# New Kid on the Block (with new products)



## JeffersonBud (Mar 14, 2010)

This is my first post here and I have decided to share my new room. I am joining the likes of the water cooled revolution. I have invested in three brand new Fresca Sol Platinum Series jackets with 1k Sunmaster HPS bulbs hung vertically. I have spent the last month building my room and I have finally gotten to the equipment part. I am new to using this technology but I have set up a regular Fresca Sol at a friend of mines with great results. I will be finishing up in the next couple of days with the equipment and testing phase. My babies are Joeysweed Blue Apollo. They are f1 clones (moms from seed) and have been topped and vegging for 3 months.
Please feel free to give me any advice! Here is a list of what is used. I may miss some stuff...

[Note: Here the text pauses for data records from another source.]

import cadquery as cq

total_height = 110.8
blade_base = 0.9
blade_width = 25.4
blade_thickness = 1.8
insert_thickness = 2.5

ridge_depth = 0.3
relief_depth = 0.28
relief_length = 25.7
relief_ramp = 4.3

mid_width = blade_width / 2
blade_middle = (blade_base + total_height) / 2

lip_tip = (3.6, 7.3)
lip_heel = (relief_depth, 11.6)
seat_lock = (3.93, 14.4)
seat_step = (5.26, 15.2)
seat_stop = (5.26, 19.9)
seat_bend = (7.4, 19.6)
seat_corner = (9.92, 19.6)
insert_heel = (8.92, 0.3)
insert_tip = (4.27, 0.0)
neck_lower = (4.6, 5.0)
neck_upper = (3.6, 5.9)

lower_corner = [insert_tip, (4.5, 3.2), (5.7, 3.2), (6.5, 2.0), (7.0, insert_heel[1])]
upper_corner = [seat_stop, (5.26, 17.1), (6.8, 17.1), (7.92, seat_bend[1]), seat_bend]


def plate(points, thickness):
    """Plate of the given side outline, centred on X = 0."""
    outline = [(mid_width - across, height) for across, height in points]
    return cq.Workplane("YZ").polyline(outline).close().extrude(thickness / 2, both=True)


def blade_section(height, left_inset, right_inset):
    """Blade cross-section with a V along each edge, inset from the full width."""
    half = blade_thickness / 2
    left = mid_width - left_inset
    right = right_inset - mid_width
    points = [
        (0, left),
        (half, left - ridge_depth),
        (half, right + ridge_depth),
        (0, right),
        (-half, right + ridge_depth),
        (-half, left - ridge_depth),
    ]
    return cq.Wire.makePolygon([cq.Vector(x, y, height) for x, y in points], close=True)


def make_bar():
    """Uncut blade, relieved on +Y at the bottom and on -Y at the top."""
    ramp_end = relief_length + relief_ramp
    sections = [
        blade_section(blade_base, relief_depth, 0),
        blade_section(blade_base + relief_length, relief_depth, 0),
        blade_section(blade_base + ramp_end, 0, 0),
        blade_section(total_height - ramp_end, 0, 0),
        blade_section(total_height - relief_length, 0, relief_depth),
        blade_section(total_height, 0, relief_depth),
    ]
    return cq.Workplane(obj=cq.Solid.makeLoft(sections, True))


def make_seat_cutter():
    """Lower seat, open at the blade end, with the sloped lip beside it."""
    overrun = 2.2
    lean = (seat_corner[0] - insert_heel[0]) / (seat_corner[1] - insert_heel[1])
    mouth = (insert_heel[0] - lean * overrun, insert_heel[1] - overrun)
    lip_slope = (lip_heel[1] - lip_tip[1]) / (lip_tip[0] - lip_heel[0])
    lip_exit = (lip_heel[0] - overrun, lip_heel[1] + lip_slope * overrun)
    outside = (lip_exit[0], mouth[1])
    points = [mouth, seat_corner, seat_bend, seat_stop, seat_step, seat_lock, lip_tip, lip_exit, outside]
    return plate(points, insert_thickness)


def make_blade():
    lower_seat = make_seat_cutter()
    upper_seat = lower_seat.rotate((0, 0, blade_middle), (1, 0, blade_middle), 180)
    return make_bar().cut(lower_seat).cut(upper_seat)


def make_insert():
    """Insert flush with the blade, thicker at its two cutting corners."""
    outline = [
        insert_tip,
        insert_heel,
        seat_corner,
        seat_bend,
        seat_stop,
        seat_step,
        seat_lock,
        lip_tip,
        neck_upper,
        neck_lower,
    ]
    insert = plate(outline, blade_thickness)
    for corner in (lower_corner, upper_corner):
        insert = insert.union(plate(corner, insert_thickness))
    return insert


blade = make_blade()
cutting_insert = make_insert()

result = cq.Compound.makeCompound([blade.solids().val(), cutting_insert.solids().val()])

3 Fresca Sol platinums (vertical)
3 1K Sunmaster HPS
3 C.A.P. Nextgen Ballasts @ 240v hung from ceiling
Co2 (bottle for now, burner later)
96 gallon Res for fresca sols
1/4 hp eco plus chiller
mag pumps for water system
C.A.P. Ebb and grow Hydro system w/ 2 expansions (24 pots, 8 per light)
Nutradip 3-1 Meter
Medium is clay pellets
2 wall fans
Dehumidifier
C.A.P. O-zone1 (treats 5500 sf of odor)
Sunlight 240v power box
Full Botanicare Pure Blend Pro Nutes
Hygrozyme
Bushmaster

My tap water is 150ppm so its decent. After this round I plan on buying a natural gas burner (recommendations?) and a merlin 750 gpd RO unit w/ booster pump. I still need to put eye hooks with rope under the three fresca sols so they wont sway from the center.
Thanks for visiting!


----------



## FuZZyBUDz (Mar 14, 2010)

i envy ur set-up!!! +rep man! IM SUB'd!!!!


----------



## JeffersonBud (Mar 14, 2010)

FuZZyBUDz said:


> i envy ur set-up!!! +rep man! IM SUB'd!!!!

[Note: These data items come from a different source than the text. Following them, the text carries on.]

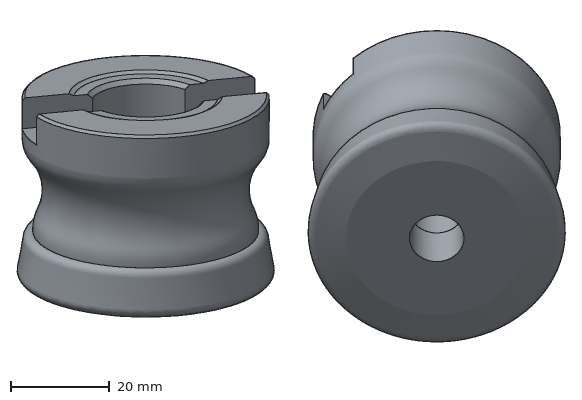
import cadquery as cq
import math

TOTAL_HEIGHT = 40.0
FOOT_HEIGHT = 11.0

TAPER_ANGLE = math.radians(10)
FOOT_CORNER_RADIUS = 26.25
FOOT_FLAT_RADIUS = 18.3
FOOT_TOP_FILLET = 1.8
FOOT_BOTTOM_FILLET = 1.65

HEAD_RADIUS = 50.0 / 2
HEAD_CHAMFER = 0.55
SHOULDER_ARC_RADIUS = 5.0
WAIST_RADIUS = 20.95
WAIST_Z = 19.85
WAIST_ARC_RADIUS = 12.0
SKIRT_RADIUS = 45.7 / 2
SKIRT_ARC_Z = 11.4

SLOT_WIDTH = 10.3
SLOT_DEPTH = 6.55

BORE_RADIUS = 22.0 / 2
BORE_FLOOR_Z = TOTAL_HEIGHT / 2
RIM_OUTER_RADIUS = 15.55
RIM_INNER_RADIUS = 14.55
RIM_DEPTH = 0.5
BORE_CHAMFER = 0.95
HOLE_RADIUS = 11.0 / 2
HOLE_CHAMFER = 0.5


def point_on_circle(center, radius, angle):
    return center[0] + radius * math.cos(angle), center[1] + radius * math.sin(angle)


def make_foot():
    corner_z = (FOOT_CORNER_RADIUS - FOOT_FLAT_RADIUS) * math.tan(TAPER_ANGLE)
    top_radius = FOOT_CORNER_RADIUS - (FOOT_HEIGHT - corner_z) * math.tan(TAPER_ANGLE)
    blank = (
        cq.Workplane("XZ")
        .polyline([
            (0, 0),
            (FOOT_FLAT_RADIUS, 0),
            (FOOT_CORNER_RADIUS, corner_z),
            (top_radius, FOOT_HEIGHT),
            (0, FOOT_HEIGHT),
        ])
        .close()
        .revolve(360, (0, 0), (0, 1))
    )
    blank = blank.faces(">Z").edges().fillet(FOOT_TOP_FILLET)
    lower_corner = cq.selectors.BoxSelector(
        (-FOOT_CORNER_RADIUS - 0.5, -FOOT_CORNER_RADIUS - 0.5, corner_z / 2),
        (FOOT_CORNER_RADIUS + 0.5, FOOT_CORNER_RADIUS + 0.5, corner_z * 3 / 2),
        boundingbox=True,
    )
    blank = blank.edges(lower_corner).fillet(FOOT_BOTTOM_FILLET)
    return blank.cut(cq.Workplane("XY").circle(HOLE_RADIUS).extrude(FOOT_HEIGHT))


def make_knob_blank():
    waist_center = (WAIST_RADIUS + WAIST_ARC_RADIUS, WAIST_Z)

    shoulder_x = HEAD_RADIUS - SHOULDER_ARC_RADIUS
    center_gap = WAIST_ARC_RADIUS + SHOULDER_ARC_RADIUS
    shoulder_angle = math.acos((waist_center[0] - shoulder_x) / center_gap)
    shoulder_center = (shoulder_x, WAIST_Z + center_gap * math.sin(shoulder_angle))

    skirt_gap_x = waist_center[0] - SKIRT_RADIUS
    skirt_gap_z = WAIST_Z - SKIRT_ARC_Z
    skirt_arc_radius = (skirt_gap_x**2 + skirt_gap_z**2 - WAIST_ARC_RADIUS**2) / (
        2 * (WAIST_ARC_RADIUS - skirt_gap_x)
    )
    skirt_center = (SKIRT_RADIUS - skirt_arc_radius, SKIRT_ARC_Z)
    skirt_angle = math.asin(skirt_gap_z / (WAIST_ARC_RADIUS + skirt_arc_radius))

    return (
        cq.Workplane("XZ")
        .moveTo(0, FOOT_HEIGHT)
        .lineTo(SKIRT_RADIUS, FOOT_HEIGHT)
        .lineTo(SKIRT_RADIUS, SKIRT_ARC_Z)
        .threePointArc(
            point_on_circle(skirt_center, skirt_arc_radius, skirt_angle / 2),
            point_on_circle(skirt_center, skirt_arc_radius, skirt_angle),
        )
        .threePointArc(
            (WAIST_RADIUS, WAIST_Z),
            point_on_circle(shoulder_center, SHOULDER_ARC_RADIUS, -shoulder_angle),
        )
        .threePointArc(
            point_on_circle(shoulder_center, SHOULDER_ARC_RADIUS, -shoulder_angle / 2),
            (HEAD_RADIUS, shoulder_center[1]),
        )
        .lineTo(HEAD_RADIUS, TOTAL_HEIGHT - HEAD_CHAMFER)
        .lineTo(HEAD_RADIUS - HEAD_CHAMFER, TOTAL_HEIGHT)
        .lineTo(0, TOTAL_HEIGHT)
        .close()
        .revolve(360, (0, 0), (0, 1))
    )


def make_bore_cutter():
    rim_z = TOTAL_HEIGHT - RIM_DEPTH
    return (
        cq.Workplane("XZ")
        .polyline([
            (0, FOOT_HEIGHT),
            (HOLE_RADIUS, FOOT_HEIGHT),
            (HOLE_RADIUS, BORE_FLOOR_Z - HOLE_CHAMFER),
            (HOLE_RADIUS + HOLE_CHAMFER, BORE_FLOOR_Z),
            (BORE_RADIUS, BORE_FLOOR_Z),
            (BORE_RADIUS, rim_z - BORE_CHAMFER),
            (BORE_RADIUS + BORE_CHAMFER, rim_z),
            (RIM_INNER_RADIUS, rim_z),
            (RIM_OUTER_RADIUS, TOTAL_HEIGHT),
            (0, TOTAL_HEIGHT),
        ])
        .close()
        .revolve(360, (0, 0), (0, 1))
    )


def make_slot_cutter():
    return (
        cq.Workplane("XY", origin=(0, 0, TOTAL_HEIGHT - SLOT_DEPTH))
        .rect(SLOT_WIDTH, 2 * HEAD_RADIUS)
        .extrude(SLOT_DEPTH)
    )


def make_knob():
    return make_knob_blank().cut(make_bore_cutter()).cut(make_slot_cutter())


foot = make_foot().solids()
knob = make_knob().solids()

result = cq.Compound.makeCompound([foot.val(), knob.val()])

Thanks FuZZyBUDz! I have never grown vertically before but I hear it's all the rave. The whole room will be IR Mylar whenever I get a little more $$$. Thanks for the warm welcome!


----------



## alexonfire (Mar 14, 2010)

wow I wish I had that much room. Good Luck with this op


----------



## JeffersonBud (Mar 16, 2010)

Thanks Alex!

I finished hooking up the water lines to the FS's, and tested the equipment for a half an hour before I turned the lights on. Things are a Go so far. Now its time to finish up the room and set up the hydro system!


----------



## JeffersonBud (Mar 16, 2010)

Steady as she goes...


----------



## JeffersonBud (Mar 19, 2010)

I have 24 babies in their buckets as of yesterday (pictures to come soon). Lights ran last night for 12 hours and all went well. I run the lights @ night for better temperature control. My 96 gallon res got up to 93 degrees @ the end of the 12 hour cycle and the room stayed @ 78 (without air conditioning). I have the babies running @ 300 ppm of half grow/bloom, cal-mag, LK, Blast off, sweet, hygrozyme, and superthrive.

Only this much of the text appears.